Lakhan is from the Mogya community, a poaching tribe whose people have hunted the giant felines for centuries here in the northern desert state of Rajasthan.

But just as poaching ensures the Mogyas' survival, it might also ensure the tigers' extinction.

In the last 100 years, tiger populations around the world have declined by 95 percent. In India, home to at least half of the world's tigers, an estimated 1,500 remain, a decline of more than 50 percent since 2001, according to the government-run National Tiger Conservation Authority. In the last six years, it is believed, tigers have been killed at a rate of nearly one a day.

Over the next 20 years, the tiger population could "disappear in many places, or shrink to the point of ecological extinction," according to a 2006 report by the World Wildlife Fund and the Smithsonian National Zoological Park in Washington.

Several factors have contributed to the decline in India, including a growing human population. There is also a demand for tiger parts from such places as China, where tiger skins priced at $12,000 and more are used for luxury clothes and wall hangings, and where equally pricey tiger bones are used in traditional medicines. Compounding the problem, wildlife activists say, is a pro-development Indian government more concerned with the economy than the environment.

The tiger is India's national symbol, and on omnipresent tourism posters, the elegant and supple cat is shown strutting toward the camera like a supermodel. But in India there are already several tiger reserves with no tigers, leading some conservationists to wonder whether a booming nation and its tigers can coexist.

Even in the woods of Ranthambhore, known as the best place in the world to spot the elusive cat, the tiger population has dwindled to 35. Meanwhile, the number of people living next to the park has more than tripled, from 70,000 in 1980 to 250,000 today. The new arrivals have brought construction, logging, and nearly one million grazing livestock.

"But all the government cares about now is call centers, shopping malls and apartments," said Valmik Thapar, known as India's "tiger man" for his conservation work. "That leaves the tiger situation in a miserable mess. So why save the tigers? Because saving the tiger means saving every insect in the forest, and the forest itself, and that's important not to just India but to the world."

In a country with 1.1 billion people, where open land is becoming increasingly crowded, Parliament recently passed legislation that will provide tribal communities with land and building rights in wildlife reserves, an opportunity that could push tigers out of their sanctuaries. Thapar worries that the legislation will also give free rein to timber and tiger poachers, who could hire poverty-stricken forest dwellers to do the work.

In July, the Convention on International Trade in Endangered Species wrote to Prime Minister Manmohan Singh, saying it was alarmed about India's inability to stop the illegal tiger trade.

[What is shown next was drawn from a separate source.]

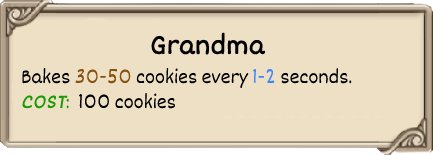
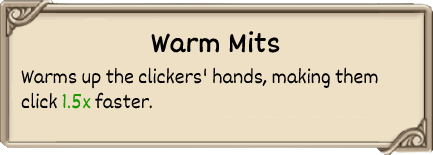
Before/after of a 433px x 155px layered artwork. What changed in the layer stack:
renamed "Bakes 30-50 cookies every 1-2 se" to "Warms up the clickers' hands, ma", painted on it over (21, 67, 378, 109)
renamed "Grandma" to "Warm Mits", painted on it over (151, 31, 280, 55)

But some government leaders say the needs of people must be considered. They say the new legislation simply recognizes the rights of traditional tribes over forest land they have occupied for generations. Tribal activists say that India's 700 million desperately impoverished people should be more important than parks visited largely by wealthy tourists from overseas. In some areas just outside the park, they point out, fewer than 3 percent of girls can read, and treatable diseases are still a major cause of death.

Singh this year asked local governments to create a development agency for each tiger reserve. The goal is to increase participation in conservation by encouraging hotels and parks to hire local residents and by hosting more school trips to parks.

"Wherever the local population has come into the picture, the tigers are safer," Rajesh Gopal, member secretary of the National Tiger Conservation Authority, says.